Mean that facebook now owns your request logs and you can't share them with
third parties?

------
trengrj
We need to be absolutely strict on net neutrality and zero rating or we will
end up with something a lot worse than Facebooks "free" internet.

It is hard to argue against free Netflix etc but the end goal of these
activities is clearly to centralise the internet (targeting poorer /
disadvantaged people first), and turn the internet into a modern television-
like propaganda machine.

------
pessimizer
This reeks of bipartisanship; either major presidential candidate will help
push this if elected. Facebook is 99% likely to be able and 100% likely to be
willing to book either of them for speeches once they're out of office. No
threat of an "anti-colonial" mindset amongst US elites.

------
resonantjacket5
Ive been thinking about it and Im fine with ""Free Basics"" of lets say
wikipedia or some city/ weather.org websites or other Non-profits.

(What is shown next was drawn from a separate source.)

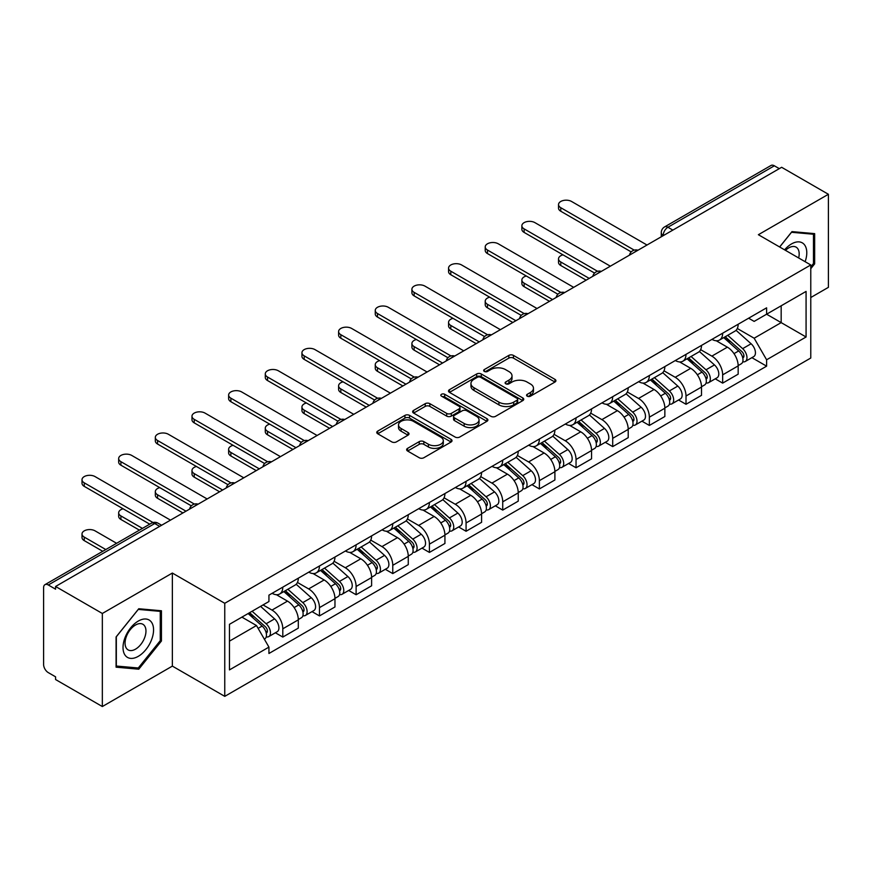 <?xml version="1.0" encoding="UTF-8"?>
<svg xmlns="http://www.w3.org/2000/svg" width="872" height="872" viewBox="0 0 872 872"><rect width="100%" height="100%" fill="white"/><g stroke="black" fill="none" stroke-linecap="round" stroke-linejoin="round"><path stroke-width="1.31" d="M527.233 396.182A2.278 1.319 0 0 0 530.459 396.182L554.974 382.034A3.259 1.886 0 0 0 555.922 380.704A3.259 1.886 0 0 0 554.974 379.375L513.455 355.405A3.259 1.886 0 0 0 508.845 355.405L484.331 369.554A2.278 1.319 0 0 0 483.666 370.48A2.278 1.319 0 0 0 484.331 371.418A2.278 1.319 0 0 0 487.568 371.418L490.74 369.586A10.442 6.028 0 0 1 505.498 369.586L508.954 371.581A10.442 6.028 0 0 1 512.017 375.843A10.442 6.028 0 0 1 508.954 380.105L505.782 381.936A2.278 1.319 0 0 0 505.117 382.873A2.278 1.319 0 0 0 505.782 383.8A2.278 1.319 0 0 0 509.019 383.8L512.18 381.969A10.442 6.028 0 0 1 526.95 381.969L530.405 383.963A10.442 6.028 0 0 1 533.468 388.225A10.442 6.028 0 0 1 530.405 392.487L527.233 394.318A2.278 1.319 0 0 0 526.568 395.256A2.278 1.319 0 0 0 527.233 396.182L527.233 394.318M407.595 448.35A3.259 1.886 0 0 0 406.635 449.68A3.259 1.886 0 0 0 407.595 451.009L419.236 457.735A3.259 1.886 0 0 0 423.847 457.735L451.064 442.028A3.259 1.886 0 0 0 452.023 440.687A3.259 1.886 0 0 0 451.064 439.357L409.546 415.388A3.259 1.886 0 0 0 404.935 415.388L377.718 431.106A3.259 1.886 0 0 0 376.769 432.436A3.259 1.886 0 0 0 377.718 433.766L391.79 441.886A3.259 1.886 0 0 0 396.4 441.886L408.052 435.161A3.259 1.886 0 0 0 409.012 433.831A3.259 1.886 0 0 0 408.052 432.501L401.076 428.479A8.72 5.036 0 0 1 398.515 424.915A8.72 5.036 0 0 1 403.91 420.26A8.72 5.036 0 0 1 413.415 421.35L440.742 437.134A8.72 5.036 0 0 1 443.303 440.687A8.72 5.036 0 0 1 437.918 445.341A8.72 5.036 0 0 1 428.403 444.251L423.847 441.624A3.259 1.886 0 0 0 419.236 441.624L407.595 448.35L407.595 451.009M224.758 603.293L172.362 573.046L102.34 613.474L55.579 586.475L781.639 167.293L828.4 194.282L758.378 234.71L810.775 264.957L224.758 603.293L224.758 696.357L810.775 358.021L810.775 264.957M490.969 416.326A3.259 1.886 0 0 0 495.579 416.326L522.797 400.608A3.259 1.886 0 0 0 523.745 399.278A3.259 1.886 0 0 0 522.797 397.948L481.279 373.979A3.259 1.886 0 0 0 476.668 373.979L449.451 389.697A3.259 1.886 0 0 0 448.491 391.027A3.259 1.886 0 0 0 449.451 392.356L490.969 416.326M442.409 396.673A2.278 1.319 0 0 1 444.72 397L444.72 394.286L486.936 418.658A3.259 1.886 0 0 1 487.884 419.988A3.259 1.886 0 0 1 486.936 421.318L459.718 437.036A3.259 1.886 0 0 1 455.097 437.036L413.59 413.066L413.59 410.396A3.259 1.886 0 0 0 412.63 411.726A3.259 1.886 0 0 0 413.59 413.066M413.59 410.396L425.231 403.671A3.259 1.886 0 0 1 429.852 403.671L446.682 413.393A3.259 1.886 0 0 0 451.293 413.393L459.021 408.935A3.259 1.886 0 0 0 459.98 407.606A3.259 1.886 0 0 0 459.021 406.276L441.494 396.15A2.278 1.319 0 0 1 440.829 395.223A2.278 1.319 0 0 1 442.235 394.002A2.278 1.319 0 0 1 444.72 394.286M102.34 613.474L102.34 706.538L55.579 679.539L55.579 676.825L48.298 672.617A6.649 3.837 -120 0 1 43.6 664.475L43.6 587.695A6.649 3.837 -120 0 1 44.973 584.654L151.423 523.2A6.649 3.837 60 0 1 154.736 523.527L48.298 584.981A6.649 3.837 -120 0 0 44.973 584.654M810.775 297.526L828.4 287.346L828.4 194.282M102.34 706.538L172.362 666.11L224.758 696.357M55.579 586.475L55.579 589.189L48.298 584.981M672.846 230.099L667.919 227.254A6.649 3.837 60 0 0 664.595 226.916L771.033 165.462A6.649 3.837 60 0 1 774.358 165.8L667.919 227.254A6.649 3.837 120 0 0 663.221 235.386L663.221 235.658M779.296 168.645L774.358 165.8M722.659 333.202A15.282 8.829 60 0 1 719.498 340.058L735.009 331.109A15.282 8.829 -120 0 0 738.17 324.242M700.652 349.661L711.857 356.125A15.282 8.829 60 0 1 722.659 374.851L738.17 365.891A15.282 8.829 -120 0 0 727.368 347.176L716.261 340.767M738.17 365.891L738.17 374.164L722.659 383.124L715.225 378.83M719.498 340.058A15.282 8.829 60 0 1 711.977 339.372M722.659 374.851L722.659 383.124M686.002 354.359A15.282 8.829 60 0 1 682.841 361.226L698.352 352.266A15.282 8.829 -120 0 0 701.513 345.41M678.569 399.997L686.013 404.281L701.513 395.332L701.513 387.059A15.282 8.829 -120 0 0 690.711 368.333L679.604 361.924M682.841 361.226A15.282 8.829 60 0 1 675.32 360.539M663.995 370.818L675.201 377.293A15.282 8.829 60 0 1 686.013 396.008L686.013 404.281M649.357 375.527A15.282 8.829 60 0 1 646.185 382.383L661.695 373.434A15.282 8.829 -120 0 0 664.856 366.567M641.912 421.154L649.357 425.449L664.856 416.5L664.856 408.216A15.282 8.829 -120 0 0 654.054 389.501L642.947 383.091M646.185 382.383A15.282 8.829 60 0 1 638.664 381.696M627.339 391.986L638.544 398.45A15.282 8.829 60 0 1 649.357 417.176L649.357 425.449M612.7 396.684A15.282 8.829 60 0 1 609.528 403.551L625.039 394.591A15.282 8.829 -120 0 0 628.2 387.735M605.266 442.322L612.7 446.606L628.211 437.657L628.211 429.384A15.282 8.829 -120 0 0 617.398 410.658L606.302 404.248M609.528 403.551A15.282 8.829 60 0 1 602.007 402.864M590.693 413.143L601.887 419.617A15.282 8.829 60 0 1 612.7 438.333L612.7 446.606M576.043 417.852A15.282 8.829 60 0 1 572.871 424.708L588.382 415.759A15.282 8.829 -120 0 0 591.554 408.892M568.609 463.479L576.043 467.774L591.554 458.825L591.554 450.541A15.282 8.829 -120 0 0 580.741 431.825L569.645 425.416M572.871 424.708A15.282 8.829 60 0 1 565.35 424.021M554.036 434.311L565.23 440.774A15.282 8.829 60 0 1 576.043 459.5L576.043 467.774M539.387 439.008A15.282 8.829 60 0 1 536.226 445.875L551.725 436.927A15.282 8.829 -120 0 0 554.897 430.06M531.953 484.647L539.387 488.941L554.897 479.982L554.897 471.708A15.282 8.829 -120 0 0 544.084 452.982L532.988 446.573M536.226 445.875A15.282 8.829 60 0 1 528.694 445.189M517.379 455.478L528.574 461.942A15.282 8.829 60 0 1 539.387 480.657L539.387 488.941M502.73 460.176A15.282 8.829 60 0 1 499.569 467.032L515.069 458.083A15.282 8.829 -120 0 0 518.24 451.227M495.296 505.804L502.73 510.098L518.24 501.149L518.24 492.865A15.282 8.829 -120 0 0 507.428 474.15L496.332 467.741M499.569 467.032A15.282 8.829 60 0 1 492.037 466.346M480.723 476.635L491.928 483.099A15.282 8.829 60 0 1 502.73 501.825L502.73 510.098M466.073 481.344A15.282 8.829 60 0 1 462.912 488.2L478.423 479.251A15.282 8.829 -120 0 0 481.584 472.384M458.639 526.971L466.073 531.266L481.584 522.306L481.584 514.033A15.282 8.829 -120 0 0 470.771 495.307L459.675 488.909M462.912 488.2A15.282 8.829 60 0 1 455.38 487.513M444.066 497.803L455.271 504.267A15.282 8.829 60 0 1 466.073 522.982L466.073 531.266M429.416 502.501A15.282 8.829 60 0 1 426.255 509.368L441.766 500.408A15.282 8.829 -120 0 0 444.927 493.552M421.983 548.128L429.416 552.423L444.927 543.474L444.927 535.201A15.282 8.829 -120 0 0 434.125 516.475L423.018 510.066M426.255 509.368A15.282 8.829 60 0 1 418.734 508.67M407.409 518.96L418.615 525.424A15.282 8.829 60 0 1 429.416 544.15L429.416 552.423M392.76 523.669A15.282 8.829 60 0 1 389.599 530.525L405.109 521.576A15.282 8.829 -120 0 0 408.27 514.709M385.326 569.296L392.771 573.591L408.27 564.631L408.27 556.358A15.282 8.829 -120 0 0 397.469 537.643L386.361 531.233M389.599 530.525A15.282 8.829 60 0 1 382.078 529.838M370.753 540.128L381.958 546.591A15.282 8.829 60 0 1 392.771 565.307L392.771 573.591M356.114 544.826A15.282 8.829 60 0 1 352.942 551.693L368.453 542.733A15.282 8.829 -120 0 0 371.614 535.877M348.669 590.453L356.114 594.748L371.614 585.799L371.614 577.526A15.282 8.829 -120 0 0 360.812 558.799L349.705 552.39M352.942 551.693A15.282 8.829 60 0 1 345.421 550.995M334.096 561.285L345.301 567.748A15.282 8.829 60 0 1 356.114 586.475L356.114 594.748M319.457 565.993A15.282 8.829 60 0 1 316.285 572.85L331.796 563.901A15.282 8.829 -120 0 0 334.957 557.034M312.023 611.621L319.457 615.915L334.968 606.956L334.968 598.683A15.282 8.829 -120 0 0 324.155 579.967L313.059 573.558M316.285 572.85A15.282 8.829 60 0 1 308.764 572.163M297.45 582.452L308.644 588.916A15.282 8.829 60 0 1 319.457 607.642L319.457 615.915M282.8 587.15A15.282 8.829 60 0 1 279.629 594.017L295.139 585.058A15.282 8.829 -120 0 0 298.311 578.201M275.367 632.778L282.8 637.072L298.311 628.123L298.311 619.85A15.282 8.829 -120 0 0 287.498 601.124L276.402 594.715M279.629 594.017A15.282 8.829 60 0 1 272.108 593.32M263.061 604.928L271.988 610.084A15.282 8.829 60 0 1 282.8 628.799L282.8 637.072M748.623 318.204L754.149 321.397L806.077 291.412L781.17 305.8L781.17 322.618L754.149 338.216L737.309 328.493M229.456 641.149L256.488 625.54L268.936 647.111L229.456 669.903L229.456 624.319L268.936 601.527L268.936 595.151L766.608 307.827L766.608 314.203L806.077 336.995L766.608 359.787L754.149 338.216M806.077 291.412L806.077 336.995M268.936 647.111L268.936 653.488L766.608 366.164L766.608 359.787M810.775 268.696L814.655 263.867L814.655 233.631L791.983 231.614L779.623 246.983M172.362 573.046L172.362 666.11M116.085 667.178L138.768 669.206L161.44 640.996L161.44 610.771L138.768 608.743L116.085 636.952L116.085 667.178M256.488 625.54L241.915 617.136M751.882 357.662L766.608 366.164M813.478 263.191L814.655 263.867M136.37 667.821L138.768 669.206M160.263 640.321L161.44 640.996M528.149 396.509L530.405 395.201A10.442 6.028 0 0 0 533.468 390.939L533.468 388.225M512.017 375.843L512.017 378.557A10.442 6.028 0 0 1 508.954 382.819L506.697 384.127M554.93 382.056L513.455 358.12A3.259 1.886 0 0 0 508.845 358.12L485.246 371.734M522.753 400.64L481.279 376.693A3.259 1.886 0 0 0 476.668 376.693L449.494 392.378M517.031 400.215A2.278 1.319 0 0 0 517.696 399.278A2.278 1.319 0 0 0 517.031 398.351L480.592 377.303A2.278 1.319 0 0 0 477.355 377.303L474.019 379.244A10.442 6.028 0 0 0 470.956 383.506A10.442 6.028 0 0 0 474.019 387.757L498.926 402.145A10.442 6.028 0 0 0 513.684 402.145L517.031 400.215L517.031 402.929A2.278 1.319 0 0 0 517.696 401.992L517.696 399.278M470.956 383.506L470.956 386.209A10.442 6.028 0 0 0 474.019 390.471L474.019 387.757M517.031 402.929L513.684 404.859A10.442 6.028 0 0 1 498.926 404.859L474.019 390.471M413.633 413.088L425.231 406.385L425.231 403.671M459.98 407.606L459.98 410.32A3.259 1.886 0 0 1 459.021 411.649L451.293 416.108A3.259 1.886 0 0 1 446.682 416.108L429.852 406.385A3.259 1.886 0 0 0 425.231 406.385M444.72 397L486.892 421.34M464.155 423.487A8.72 5.036 0 0 0 473.66 424.577A8.72 5.036 0 0 0 479.044 419.923A8.72 5.036 0 0 0 476.493 416.358L466.869 410.799A3.259 1.886 0 0 0 462.247 410.799L454.53 415.257A3.259 1.886 0 0 0 453.571 416.587A3.259 1.886 0 0 0 454.53 417.917L464.155 423.487L464.155 426.19A8.72 5.036 0 0 0 473.66 427.291A8.72 5.036 0 0 0 479.044 422.637L479.044 419.923M453.571 416.587L453.571 419.301A3.259 1.886 0 0 0 454.53 420.631L454.53 417.917M464.155 426.19L454.53 420.631M443.303 440.687L443.303 443.401A8.72 5.036 0 0 1 437.918 448.055A8.72 5.036 0 0 1 428.403 446.965L423.847 444.339A3.259 1.886 0 0 0 419.236 444.339L407.638 451.042M398.515 424.915L398.515 427.629A8.72 5.036 0 0 0 401.076 431.193L401.076 428.479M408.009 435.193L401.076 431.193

However I have no idea why Facebook should be the gatekeeper nor why Facebook
or any large corporation should be on Free Basics.

------
joelrunyon
This was the plot of Kingsmen. It didn't turn out too well...

------
ikeboy
Ring plus and Freedompop and T-Mobile already offer basic free internet for
various amounts of data. I don't see a need for this.

------
Overtonwindow
Didn't this fail in India?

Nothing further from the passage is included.